Horrified, I thought about the times I had cried in front of my officemate, upset over something she said to me. Holy crap. I’m doing this all wrong. No wonder she is on my case. She thinks I am weak and incompetent because of my silly emotions. And I am afraid that she may be right.
I am naturally a sensitive person who cries easily. I cried at the end of Black Panther. I cry at sentimental moments on TV. And, I cry when I am angry, sad, or hurt, because it is a human reaction. But that day, in my tiny apartment in Columbia Heights while I sipped a glass of cheap wine, I was now learning that crying is the last thing you should ever do if you are a woman who wants to get ahead or be taken seriously.
From that moment on, I decided there was no way I was going to cry in front of my coworkers or colleagues ever again. Even if I think I can trust them. Even if my feelings are valid. I can’t be out here crying and making people think I’m bad at my job because of it.
On my really bad days, I’d run to the bathroom, lock myself in a stall, and sob quietly. Or, I’d walk around the block and let the tears fall. I could only allow myself to cry in front of significant others and vetted friends and family.
Fast forward to today. 12 years into my career, I have better control of my emotions thanks to a good therapist and practicing self-care every day. I also have better tools to process negative emotions.
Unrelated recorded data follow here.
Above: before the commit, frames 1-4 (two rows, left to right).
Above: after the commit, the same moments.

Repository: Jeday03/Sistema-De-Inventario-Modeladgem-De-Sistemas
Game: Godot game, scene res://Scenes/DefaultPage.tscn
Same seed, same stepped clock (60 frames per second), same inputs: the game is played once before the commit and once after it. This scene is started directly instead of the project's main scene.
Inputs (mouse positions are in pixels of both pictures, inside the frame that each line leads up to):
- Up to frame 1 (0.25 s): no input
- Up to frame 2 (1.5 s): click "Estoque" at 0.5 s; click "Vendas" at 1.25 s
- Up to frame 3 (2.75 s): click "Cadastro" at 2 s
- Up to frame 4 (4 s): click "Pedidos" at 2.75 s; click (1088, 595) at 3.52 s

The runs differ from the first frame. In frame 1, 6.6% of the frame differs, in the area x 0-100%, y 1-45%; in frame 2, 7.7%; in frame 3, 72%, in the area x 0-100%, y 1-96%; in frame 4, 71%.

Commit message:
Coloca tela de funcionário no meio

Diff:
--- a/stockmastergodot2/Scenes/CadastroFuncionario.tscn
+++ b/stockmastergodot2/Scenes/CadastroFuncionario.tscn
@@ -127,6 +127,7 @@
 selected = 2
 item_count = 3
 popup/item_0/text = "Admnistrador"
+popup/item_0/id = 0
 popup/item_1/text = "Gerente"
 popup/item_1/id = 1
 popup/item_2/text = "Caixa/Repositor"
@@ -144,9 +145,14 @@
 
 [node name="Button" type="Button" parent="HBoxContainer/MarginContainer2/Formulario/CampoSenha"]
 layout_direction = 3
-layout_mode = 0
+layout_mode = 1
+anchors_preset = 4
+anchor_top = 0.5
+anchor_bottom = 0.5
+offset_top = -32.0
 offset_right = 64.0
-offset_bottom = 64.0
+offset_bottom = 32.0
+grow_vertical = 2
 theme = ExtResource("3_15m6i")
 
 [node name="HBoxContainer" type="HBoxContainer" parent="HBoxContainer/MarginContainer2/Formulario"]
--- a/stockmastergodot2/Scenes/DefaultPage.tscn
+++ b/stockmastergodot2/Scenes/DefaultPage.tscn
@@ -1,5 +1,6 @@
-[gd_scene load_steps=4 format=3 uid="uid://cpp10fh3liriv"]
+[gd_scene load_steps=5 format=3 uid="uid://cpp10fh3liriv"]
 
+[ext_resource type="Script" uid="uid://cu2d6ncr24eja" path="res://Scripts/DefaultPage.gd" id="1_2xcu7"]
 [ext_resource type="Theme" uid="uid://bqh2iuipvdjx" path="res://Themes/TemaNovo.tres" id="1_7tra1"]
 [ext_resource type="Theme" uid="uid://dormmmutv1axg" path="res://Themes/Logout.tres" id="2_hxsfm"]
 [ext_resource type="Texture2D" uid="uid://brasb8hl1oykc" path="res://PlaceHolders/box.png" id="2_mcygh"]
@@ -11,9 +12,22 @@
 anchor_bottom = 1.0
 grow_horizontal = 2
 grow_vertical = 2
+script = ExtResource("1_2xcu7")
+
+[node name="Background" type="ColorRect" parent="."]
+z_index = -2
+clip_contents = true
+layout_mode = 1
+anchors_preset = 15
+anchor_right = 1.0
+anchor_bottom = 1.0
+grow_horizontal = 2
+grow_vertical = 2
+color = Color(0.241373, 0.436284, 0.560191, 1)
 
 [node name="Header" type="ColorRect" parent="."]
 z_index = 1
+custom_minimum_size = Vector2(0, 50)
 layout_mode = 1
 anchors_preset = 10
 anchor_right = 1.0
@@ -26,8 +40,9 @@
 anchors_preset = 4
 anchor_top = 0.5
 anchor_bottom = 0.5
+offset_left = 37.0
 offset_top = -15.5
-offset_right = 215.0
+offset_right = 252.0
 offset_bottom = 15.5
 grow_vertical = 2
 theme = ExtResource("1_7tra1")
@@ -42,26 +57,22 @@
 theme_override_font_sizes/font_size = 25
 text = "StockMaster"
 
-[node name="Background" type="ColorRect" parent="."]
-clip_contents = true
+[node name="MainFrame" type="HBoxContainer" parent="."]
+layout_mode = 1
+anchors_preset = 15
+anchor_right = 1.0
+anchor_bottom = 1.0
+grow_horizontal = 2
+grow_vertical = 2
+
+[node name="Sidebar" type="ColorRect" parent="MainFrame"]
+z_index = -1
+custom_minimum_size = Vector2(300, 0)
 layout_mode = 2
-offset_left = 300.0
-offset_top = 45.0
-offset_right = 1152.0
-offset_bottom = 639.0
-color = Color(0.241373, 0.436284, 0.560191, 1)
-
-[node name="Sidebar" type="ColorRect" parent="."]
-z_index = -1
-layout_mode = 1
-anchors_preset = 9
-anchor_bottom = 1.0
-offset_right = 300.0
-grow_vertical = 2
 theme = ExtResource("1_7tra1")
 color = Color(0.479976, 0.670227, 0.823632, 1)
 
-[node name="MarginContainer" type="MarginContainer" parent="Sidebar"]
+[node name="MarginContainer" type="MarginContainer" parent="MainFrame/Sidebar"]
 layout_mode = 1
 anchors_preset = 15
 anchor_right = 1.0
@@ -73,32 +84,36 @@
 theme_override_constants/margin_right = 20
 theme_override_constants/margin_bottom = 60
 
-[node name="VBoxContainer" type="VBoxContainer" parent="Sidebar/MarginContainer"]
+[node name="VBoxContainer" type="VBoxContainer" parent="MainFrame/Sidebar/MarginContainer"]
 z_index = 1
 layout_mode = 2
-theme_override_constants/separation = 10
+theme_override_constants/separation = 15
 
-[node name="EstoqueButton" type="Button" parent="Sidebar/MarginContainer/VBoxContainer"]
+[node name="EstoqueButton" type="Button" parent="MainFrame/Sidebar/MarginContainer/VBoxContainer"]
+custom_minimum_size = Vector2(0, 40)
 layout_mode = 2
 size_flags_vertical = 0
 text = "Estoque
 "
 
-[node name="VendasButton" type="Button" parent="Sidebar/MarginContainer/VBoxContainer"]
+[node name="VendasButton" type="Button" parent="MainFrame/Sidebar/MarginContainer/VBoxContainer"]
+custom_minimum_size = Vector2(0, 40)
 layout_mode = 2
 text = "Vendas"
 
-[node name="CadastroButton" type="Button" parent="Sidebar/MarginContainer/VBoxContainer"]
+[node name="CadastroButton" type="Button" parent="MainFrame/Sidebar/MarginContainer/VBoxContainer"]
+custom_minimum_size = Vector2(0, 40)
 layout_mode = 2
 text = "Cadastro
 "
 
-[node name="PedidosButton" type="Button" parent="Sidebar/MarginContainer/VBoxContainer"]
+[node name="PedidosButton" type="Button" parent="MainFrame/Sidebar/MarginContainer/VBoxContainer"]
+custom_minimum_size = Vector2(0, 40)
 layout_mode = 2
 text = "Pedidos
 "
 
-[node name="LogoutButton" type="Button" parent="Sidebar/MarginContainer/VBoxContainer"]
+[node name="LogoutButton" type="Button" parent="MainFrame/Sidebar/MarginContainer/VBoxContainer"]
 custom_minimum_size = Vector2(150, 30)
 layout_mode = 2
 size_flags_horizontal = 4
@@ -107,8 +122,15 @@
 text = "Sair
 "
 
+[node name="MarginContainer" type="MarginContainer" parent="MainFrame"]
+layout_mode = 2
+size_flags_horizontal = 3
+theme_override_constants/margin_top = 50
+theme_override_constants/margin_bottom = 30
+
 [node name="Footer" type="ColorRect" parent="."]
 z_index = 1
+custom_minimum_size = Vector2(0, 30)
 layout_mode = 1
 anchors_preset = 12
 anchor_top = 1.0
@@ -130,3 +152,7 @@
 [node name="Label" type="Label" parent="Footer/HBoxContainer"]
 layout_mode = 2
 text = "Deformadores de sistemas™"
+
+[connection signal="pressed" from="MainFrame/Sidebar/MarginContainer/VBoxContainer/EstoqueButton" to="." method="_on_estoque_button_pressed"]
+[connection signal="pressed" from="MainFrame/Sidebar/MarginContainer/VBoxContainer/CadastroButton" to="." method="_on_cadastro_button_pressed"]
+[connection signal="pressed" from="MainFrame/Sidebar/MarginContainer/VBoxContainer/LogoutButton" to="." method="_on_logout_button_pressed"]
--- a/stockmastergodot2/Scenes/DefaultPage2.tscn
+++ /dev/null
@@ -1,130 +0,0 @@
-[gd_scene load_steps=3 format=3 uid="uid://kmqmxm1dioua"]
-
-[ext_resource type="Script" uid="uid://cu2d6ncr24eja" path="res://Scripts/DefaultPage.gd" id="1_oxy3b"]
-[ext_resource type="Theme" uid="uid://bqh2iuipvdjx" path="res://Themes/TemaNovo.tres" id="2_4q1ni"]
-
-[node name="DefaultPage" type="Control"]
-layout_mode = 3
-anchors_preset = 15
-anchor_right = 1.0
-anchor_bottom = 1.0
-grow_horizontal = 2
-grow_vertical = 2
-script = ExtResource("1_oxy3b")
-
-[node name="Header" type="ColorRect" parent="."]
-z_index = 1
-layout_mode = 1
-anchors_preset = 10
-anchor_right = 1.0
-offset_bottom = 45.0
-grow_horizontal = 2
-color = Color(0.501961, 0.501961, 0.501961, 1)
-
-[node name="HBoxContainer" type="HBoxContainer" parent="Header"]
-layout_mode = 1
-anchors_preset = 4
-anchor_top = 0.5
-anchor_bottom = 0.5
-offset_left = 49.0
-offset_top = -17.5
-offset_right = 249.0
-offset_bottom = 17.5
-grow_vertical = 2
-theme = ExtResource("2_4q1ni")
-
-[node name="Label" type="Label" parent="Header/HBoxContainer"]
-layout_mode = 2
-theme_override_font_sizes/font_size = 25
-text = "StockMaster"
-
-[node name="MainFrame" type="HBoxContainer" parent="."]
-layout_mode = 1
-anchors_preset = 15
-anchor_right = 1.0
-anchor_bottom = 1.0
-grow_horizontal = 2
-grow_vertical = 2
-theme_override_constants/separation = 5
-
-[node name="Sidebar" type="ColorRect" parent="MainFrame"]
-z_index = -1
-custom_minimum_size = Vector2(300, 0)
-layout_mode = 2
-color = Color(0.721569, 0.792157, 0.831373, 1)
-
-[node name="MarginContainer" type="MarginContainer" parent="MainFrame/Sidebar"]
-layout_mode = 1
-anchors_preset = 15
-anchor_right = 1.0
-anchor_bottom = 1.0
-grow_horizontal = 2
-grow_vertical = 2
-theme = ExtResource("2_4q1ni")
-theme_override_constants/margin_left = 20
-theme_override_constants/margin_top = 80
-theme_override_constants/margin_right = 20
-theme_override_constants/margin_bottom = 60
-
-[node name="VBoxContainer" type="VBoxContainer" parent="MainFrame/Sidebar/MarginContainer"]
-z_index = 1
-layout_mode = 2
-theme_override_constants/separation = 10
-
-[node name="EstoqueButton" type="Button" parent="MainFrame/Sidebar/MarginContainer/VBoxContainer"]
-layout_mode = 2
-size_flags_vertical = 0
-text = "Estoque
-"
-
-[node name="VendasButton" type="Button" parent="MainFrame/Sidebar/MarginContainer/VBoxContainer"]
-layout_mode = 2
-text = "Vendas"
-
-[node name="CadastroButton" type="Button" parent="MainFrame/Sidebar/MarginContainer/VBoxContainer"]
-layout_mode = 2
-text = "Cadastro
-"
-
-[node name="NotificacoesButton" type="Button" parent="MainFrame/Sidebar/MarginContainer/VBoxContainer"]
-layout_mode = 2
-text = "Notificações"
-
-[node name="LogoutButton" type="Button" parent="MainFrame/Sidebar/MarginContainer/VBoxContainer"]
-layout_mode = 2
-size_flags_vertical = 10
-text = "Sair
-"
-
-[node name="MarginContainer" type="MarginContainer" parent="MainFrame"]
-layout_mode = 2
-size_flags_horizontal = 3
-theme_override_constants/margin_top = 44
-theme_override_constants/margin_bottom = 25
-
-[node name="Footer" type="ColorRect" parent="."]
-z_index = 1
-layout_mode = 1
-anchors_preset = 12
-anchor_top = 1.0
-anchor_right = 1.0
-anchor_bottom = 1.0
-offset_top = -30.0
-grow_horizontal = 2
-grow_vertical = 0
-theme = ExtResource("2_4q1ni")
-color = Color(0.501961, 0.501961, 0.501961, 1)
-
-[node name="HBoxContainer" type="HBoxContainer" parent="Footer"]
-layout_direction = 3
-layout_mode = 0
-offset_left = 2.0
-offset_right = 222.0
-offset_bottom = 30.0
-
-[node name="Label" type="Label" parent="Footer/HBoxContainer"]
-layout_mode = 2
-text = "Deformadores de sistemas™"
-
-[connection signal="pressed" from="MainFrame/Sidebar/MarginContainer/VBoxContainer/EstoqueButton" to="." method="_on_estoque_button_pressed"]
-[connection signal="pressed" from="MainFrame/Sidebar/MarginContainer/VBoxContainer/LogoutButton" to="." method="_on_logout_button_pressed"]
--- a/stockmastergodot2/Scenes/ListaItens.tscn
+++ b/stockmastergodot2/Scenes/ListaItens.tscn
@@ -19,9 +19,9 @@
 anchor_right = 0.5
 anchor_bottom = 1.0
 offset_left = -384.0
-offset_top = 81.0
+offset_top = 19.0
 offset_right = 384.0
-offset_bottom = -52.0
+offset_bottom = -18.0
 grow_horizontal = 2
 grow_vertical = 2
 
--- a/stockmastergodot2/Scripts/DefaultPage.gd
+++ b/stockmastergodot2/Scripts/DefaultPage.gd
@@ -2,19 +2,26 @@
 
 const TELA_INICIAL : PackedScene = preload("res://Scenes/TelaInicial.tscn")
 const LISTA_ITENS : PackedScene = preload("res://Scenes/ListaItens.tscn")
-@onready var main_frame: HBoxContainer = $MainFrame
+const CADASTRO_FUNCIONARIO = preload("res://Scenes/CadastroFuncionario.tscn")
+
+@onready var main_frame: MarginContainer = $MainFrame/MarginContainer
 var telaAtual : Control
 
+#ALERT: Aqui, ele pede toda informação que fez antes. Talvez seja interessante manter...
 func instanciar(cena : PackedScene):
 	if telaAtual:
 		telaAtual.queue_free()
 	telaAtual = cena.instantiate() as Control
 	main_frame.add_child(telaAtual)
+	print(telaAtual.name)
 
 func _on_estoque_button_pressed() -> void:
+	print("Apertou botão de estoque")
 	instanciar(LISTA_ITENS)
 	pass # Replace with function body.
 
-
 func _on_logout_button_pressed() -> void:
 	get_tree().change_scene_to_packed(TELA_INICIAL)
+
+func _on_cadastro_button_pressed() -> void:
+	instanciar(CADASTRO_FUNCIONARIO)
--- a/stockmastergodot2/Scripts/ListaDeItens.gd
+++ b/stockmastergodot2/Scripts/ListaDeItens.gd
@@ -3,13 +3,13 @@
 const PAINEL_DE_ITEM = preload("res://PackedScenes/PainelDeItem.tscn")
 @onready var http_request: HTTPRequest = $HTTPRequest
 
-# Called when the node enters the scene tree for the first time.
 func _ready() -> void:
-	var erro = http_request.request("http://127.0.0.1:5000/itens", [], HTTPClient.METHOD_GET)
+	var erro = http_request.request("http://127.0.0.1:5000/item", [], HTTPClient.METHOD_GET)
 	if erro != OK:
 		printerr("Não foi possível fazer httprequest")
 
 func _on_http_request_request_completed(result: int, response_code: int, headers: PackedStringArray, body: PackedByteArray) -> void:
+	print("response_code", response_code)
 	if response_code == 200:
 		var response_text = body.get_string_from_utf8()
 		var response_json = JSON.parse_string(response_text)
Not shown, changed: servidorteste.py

But still, at 34, I apologize for crying. Even to those closest to me. Even to people I should feel safe around.
It happened again last week. I sat down to catch up with a friend of mine and to discussed a collaborative project she told me about. She asked me how I was doing, and as I was talking about the challenges and frustrations I had faced since leaving my job last year, I started to cry.
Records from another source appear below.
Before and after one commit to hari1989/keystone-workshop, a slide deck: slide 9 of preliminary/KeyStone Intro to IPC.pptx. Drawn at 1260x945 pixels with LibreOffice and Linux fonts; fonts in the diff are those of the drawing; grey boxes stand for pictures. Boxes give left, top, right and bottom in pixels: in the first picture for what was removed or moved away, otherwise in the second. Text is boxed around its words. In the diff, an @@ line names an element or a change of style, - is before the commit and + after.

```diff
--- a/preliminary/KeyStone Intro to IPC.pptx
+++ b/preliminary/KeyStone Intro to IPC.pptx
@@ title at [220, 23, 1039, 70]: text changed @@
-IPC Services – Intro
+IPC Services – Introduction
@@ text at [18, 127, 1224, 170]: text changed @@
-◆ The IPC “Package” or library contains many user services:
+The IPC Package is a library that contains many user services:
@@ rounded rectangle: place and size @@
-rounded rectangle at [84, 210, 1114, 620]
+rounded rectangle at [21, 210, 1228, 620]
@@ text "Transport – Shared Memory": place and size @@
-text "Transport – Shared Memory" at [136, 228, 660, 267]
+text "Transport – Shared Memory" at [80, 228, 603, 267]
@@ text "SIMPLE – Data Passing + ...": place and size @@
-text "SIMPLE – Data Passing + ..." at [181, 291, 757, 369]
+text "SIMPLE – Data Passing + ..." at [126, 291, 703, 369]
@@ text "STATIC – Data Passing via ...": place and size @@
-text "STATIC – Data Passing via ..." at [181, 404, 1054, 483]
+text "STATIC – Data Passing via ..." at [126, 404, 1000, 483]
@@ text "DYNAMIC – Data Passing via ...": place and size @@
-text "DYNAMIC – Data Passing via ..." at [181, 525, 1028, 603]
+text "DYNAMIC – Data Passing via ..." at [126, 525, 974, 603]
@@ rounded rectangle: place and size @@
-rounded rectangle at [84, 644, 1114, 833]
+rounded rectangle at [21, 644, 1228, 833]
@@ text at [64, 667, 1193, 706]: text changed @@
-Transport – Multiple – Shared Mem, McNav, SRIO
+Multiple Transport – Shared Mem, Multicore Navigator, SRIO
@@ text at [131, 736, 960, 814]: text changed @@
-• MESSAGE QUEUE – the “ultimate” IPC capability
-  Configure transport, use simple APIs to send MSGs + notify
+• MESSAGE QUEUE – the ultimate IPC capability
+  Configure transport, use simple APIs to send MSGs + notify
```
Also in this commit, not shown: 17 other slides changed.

I was immediately embarrassed. This was someone who was a new friend but also one of the most talented communicators in the business. And here I am, doing the very last thing good ol’ Dr. Frankel told me not to do, lest I be seen as weak and incompetent. Damnit. I still haven’t learned my lesson.
Before I could stop myself, I started in with the apology to my friend. “I’m sorry, I really tried to hold it in,” I stammered. The weight of chasing invoices, not having a full-time gig with benefits, and the obstacles that come with adulthood got to me. I couldn’t keep a brave face anymore.
“Don’t worry about it,” my colleague said, squeezing my hand. She got up, grabbed some tissue, and handed it to me.
That simple gesture made me feel less guilty about starting to cry. 11 years ago, I would have thought that crying in front of a colleague would have meant a sure death. I wish I could go back and tell 23-year-old me that it was quite the opposite.
Crying won’t ruin your career. You can learn how to control and process your emotions so that you don’t cry as often, of course. But if you are sad because you didn’t get that job you wanted, or frustrated because a client hasn’t paid you and you are behind on the bills, and those tears well up….let them fall. It is still infuriating to me that women are told to what not to do and what not to be at any given moment. We are told that if we just avoid doing This One Thing, we can be a Boss™. But we are humans first and foremost. So if you are in pain, allow yourself the humanity of expressing that pain.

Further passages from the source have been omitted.